At least on my connection in college park, i'm free to use other DNS servers (such as those at UMD, or the famed 4.2.2.2). currently the DNS servers comcast *wants* you to use are assigned along with the DHCP reply... But, setting them manually works just as well, that's what I do when comcast's DNS crashes. you're not really prohibited from doing so... and short of filtering all DNS traffic that isn't to a comcast-approved server at the router level, I'm not sure how they could stop it. (Although I wouldn't put it beyond them to do that; it seems like gross overkill, and would cause more problems that it would solve; even so...)
Although I guess I don't see how comcast using a service like DynDNS would be that noteworthy, since the majority of comcast customers probably wouldn't care too much... I don't know of any other "dynamic DNS" though. I'm inclined to believe it has to do with the reverse DNS changes I've observed over the last few months.
-phil
On 3/12/06, Rich Kulawiec <[EMAIL PROTECTED]> wrote:
On Sat, Mar 11, 2006 at 02:33:24PM -0500, Brian C Merrell wrote:
> I suppose I don't understand the problem. What are the ramifications of
> this? I also have Comcast, but I'm wondering if I have to care whether
> they use dynDNS or not, since I don't use their DNS servers.

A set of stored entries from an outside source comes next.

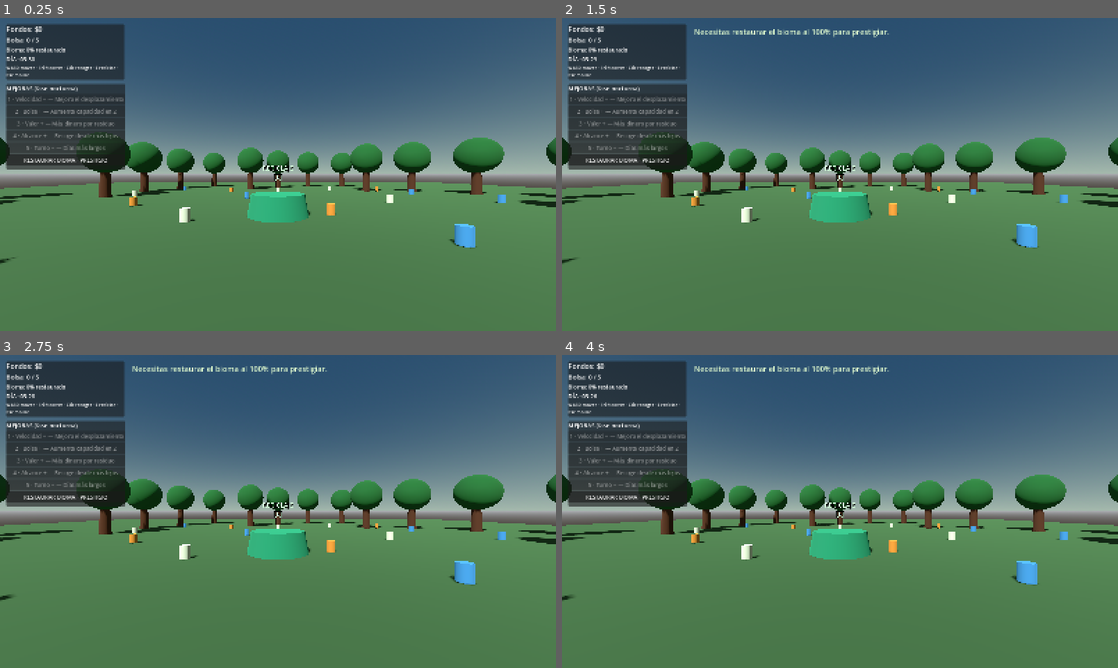
Above: before the commit, frames 1-4 (two rows, left to right).
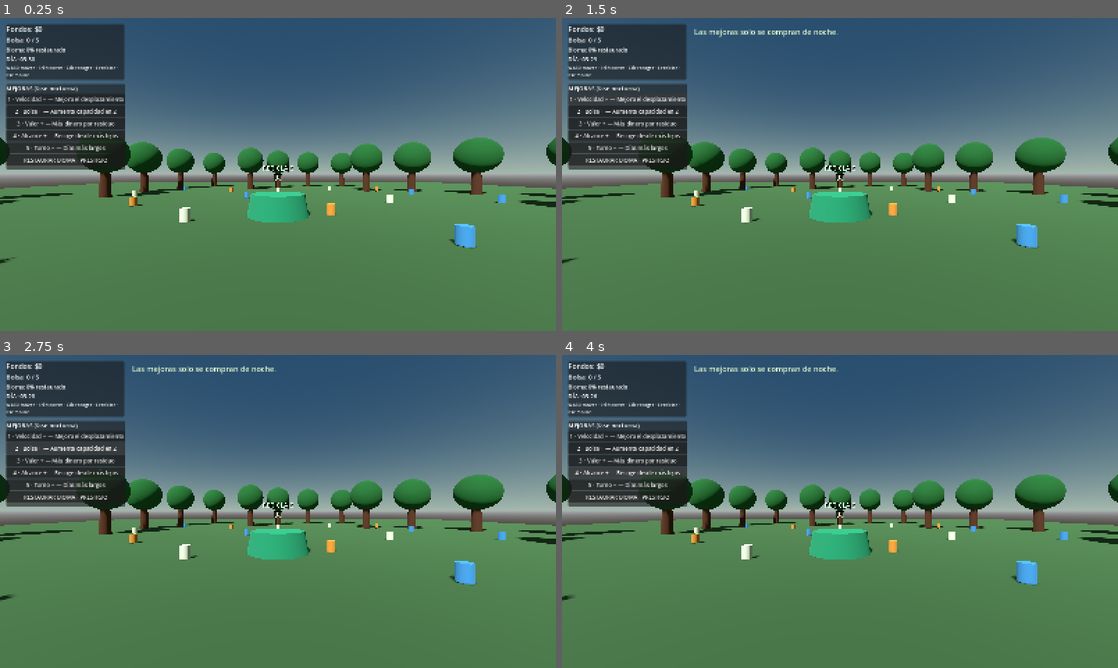
Above: after the commit, the same moments.

Repository: Tomardosama/verdevivo
Game: Godot game, scene res://scenes/main/main.tscn
Two runs of this game, one before a commit and one after it. Both use one fixed random seed, a clock stepped at 60 frames per second and the inputs below.
Inputs (mouse positions are in pixels of both pictures, inside the frame that each line leads up to):
- Up to frame 1 (0.25 s): no input
- Up to frame 2 (1.5 s): click "RESTAURAR BIOMA · PRESTIGIO" at 0.5 s; click (628, 99) at 1.25 s, where only the run after the commit has a clickable "1 · Velocidad + — Mejora el d…"
- Up to frame 3 (2.75 s): click (66, 448) at 2 s, where only the run after the commit has a clickable "2 · Bolsa + — Aumenta capacid…"
- Up to frame 4 (4 s): click (628, 461) at 2.75 s, where only the run after the commit has a clickable "3 · Valor + — Más dinero por …"; click (628, 473) at 3.5 s, where only the run after the commit has a clickable "4 · Alcance + — Recoge desde …"

The runs differ from the first frame. In frame 1, 0.6% of the frame differs, in the area x 1-23%, y 25-43%; in frame 2, 1.0%, in the area x 1-59%, y 3-43%; in frame 3, 1.0%; in frame 4, 1.0%.
Error after the commit: Parse Error: Identifier "ConeMesh" not declared in the current scope. (res://scripts/environment/wildlife_actor.gd:73)

Commit message:
Add living wildlife unlocks and persistent restoration state

Diff:
--- a/scripts/main.gd
+++ b/scripts/main.gd
@@ -3,6 +3,7 @@
 const PLAYER_SCENE := preload("res://scenes/player/player.tscn")
 const TRASH_SCENE := preload("res://scenes/garbage/trash.tscn")
 const HUD_SCRIPT := preload("res://scripts/ui/hud.gd")
+const WILDLIFE_SCRIPT := preload("res://scripts/environment/wildlife_actor.gd")
 const SAVE_PATH := "user://trush_save.cfg"
 
 @export_group("World")
@@ -32,6 +33,7 @@
 	_spawn_trash()
 	_spawn_station()
 	_create_hud()
+	_restore_unlocked_wildlife()
 	_apply_upgrades()
 	_update_hud()
 
@@ -163,7 +165,9 @@
 		Vector3(11, 0, 1), Vector3(-1, 0, 10), Vector3(5, 0, -11), Vector3(-6, 0, 11),
 		Vector3(12, 0, -3), Vector3(-12, 0, 2), Vector3(9, 0, -10), Vector3(-9, 0, -11)
 	]
-	for i in range(mini(starting_trash_count, positions.size())):
+	var target_count := mini(starting_trash_count, positions.size())
+	var first_remaining := clampi(collected_trash, 0, target_count)
+	for i in range(first_remaining, target_count):
 		var trash := TRASH_SCENE.instantiate() as TrashPickup
 		trash.position = positions[i]
 		var material := StandardMaterial3D.new()
@@ -173,7 +177,7 @@
 		if visual:
 			visual.material_override = material
 		add_child(trash)
-	total_trash = mini(starting_trash_count, positions.size())
+	total_trash = target_count
 
 func _spawn_station() -> void:
 	var station := Node3D.new()
@@ -204,7 +208,9 @@
 	add_child(hud)
 	hud.upgrade_requested.connect(_buy_upgrade)
 	hud.prestige_requested.connect(_perform_prestige)
+	hud.bestiary_toggled.connect(hud.toggle_bestiary)
 	hud.set_upgrade_access(not is_day)
+	_refresh_bestiary()
 
 func _on_inventory_changed(current: int, capacity: int) -> void:
 	if hud:
@@ -231,25 +237,46 @@
 	var percent := _restoration_percent()
 	hud.update_progress(percent)
 	var milestones := [
-		{"percent": 25, "name": "Aves del bosque", "message": "¡La limpieza permite el regreso de las aves!"},
-		{"percent": 60, "name": "Pequeños mamíferos", "message": "¡Vuelven los pequeños mamíferos al bioma!"},
-		{"percent": 100, "name": "Bosque restaurado", "message": "¡Bioma restaurado al 100%! Has desbloqueado el prestigio."}
+		{"percent": 25, "name": "Hornero", "id": "bird", "description": "Ave nativa que construye nidos de barro y ayuda a mantener el equilibrio del ecosistema.", "message": "¡Regresó el hornero al bosque!"},
+		{"percent": 60, "name": "Zorro gris", "id": "fox", "description": "Mamífero omnívoro que dispersa semillas y contribuye al control de pequeños animales.", "message": "¡Se observó un zorro gris en el bioma!"},
+		{"percent": 100, "name": "Venado de campo", "id": "deer", "description": "Herbívoro nativo de pastizales y ambientes abiertos; su presencia indica un hábitat más saludable.", "message": "¡El venado de campo volvió al ecosistema! Bioma restaurado."}
 	]
 	for milestone in milestones:
 		var species_name: String = milestone["name"]
 		if percent >= int(milestone["percent"]) and not species_unlocked.has(species_name):
 			species_unlocked.append(species_name)
 			hud.show_message(milestone["message"])
-			_spawn_species_marker(species_name)
+			_spawn_species_marker(milestone)
+			_refresh_bestiary()
 			_save_game()
 
-func _spawn_species_marker(species_name: String) -> void:
-	var marker := Label3D.new()
-	marker.text = "✦ " + species_name
-	marker.position = Vector3(randf_range(-7.0, 7.0), 2.4, randf_range(-7.0, 7.0))
-	marker.font_size = 36
-	marker.modulate = Color(0.85, 1.0, 0.75)
-	add_child(marker)
+func _spawn_species_marker(species: Dictionary) -> void:
+	var actor := WILDLIFE_SCRIPT.new() as TRushWildlife
+	actor.species_id = str(species["id"])
+	actor.position = Vector3(randf_range(-7.0, 7.0), 0.0, randf_range(-7.0, 7.0))
+	actor.name = "Wildlife_" + str(species["id"])
+	add_child(actor)
+
+func _restore_unlocked_wildlife() -> void:
+	for species in _species_catalog():
+		if species_unlocked.has(str(species["name"])):
+			_spawn_species_marker(species)
+
+func _refresh_bestiary() -> void:
+	if hud == null:
+		return
+	var unlocked: Array[Dictionary] = []
+	for species in _species_catalog():
+		if species_unlocked.has(str(species["name"])):
+			unlocked.append(species)
+	hud.set_bestiary(unlocked)
+
+func _species_catalog() -> Array[Dictionary]:
+	return [
+		{"name": "Hornero", "id": "bird", "description": "Ave nativa que construye nidos de barro y ayuda a mantener el equilibrio del ecosistema."},
+		{"name": "Zorro gris", "id": "fox", "description": "Mamífero omnívoro que dispersa semillas y contribuye al control de pequeños animales."},
+		{"name": "Venado de campo", "id": "deer", "description": "Herbívoro nativo de pastizales y ambientes abiertos; su presencia indica un hábitat más saludable."}
+	]
 
 func _upgrade_cost(upgrade_id: String) -> int:
 	var level := int(upgrades[upgrade_id])

I'm not very awake yet, but it would be interesting to see what Comcast's
note says. I'm guessing that this means that Comcast *still* hasn't figured
out how to run DNS on their consumer network (Google for "comcast dns")
and is now going to try yet another approach.
Are they saying that you *must* use Comcast's DNS servers for name resolution
and that you may not do otherwise? And that your designated DNS servers
will be assigned along with your [dynamic] IP address?
Yipes. I haven't had to revisit this particualr issue for a while, but the
last time I had to wade into the area, I found that apparently some of
Comcast's DNS servers would honor the TTL in DNS zones -- and some wouldn't.
Unfortunately, I didn't have access to a sufficient number of them to
figure out if there was a pattern: it _appeared_ to be random to me,
and it might well have been, but I'm not prepared to say that it was.
By the way, these were sane TTL values ("8 hours").
( I suppose it's possible that this is a feeble attempt by Comcast to
decrease its ranking as the #1 source of spam by monitoring the DNS
queries made by the millions of spam-spewing zombies on its network.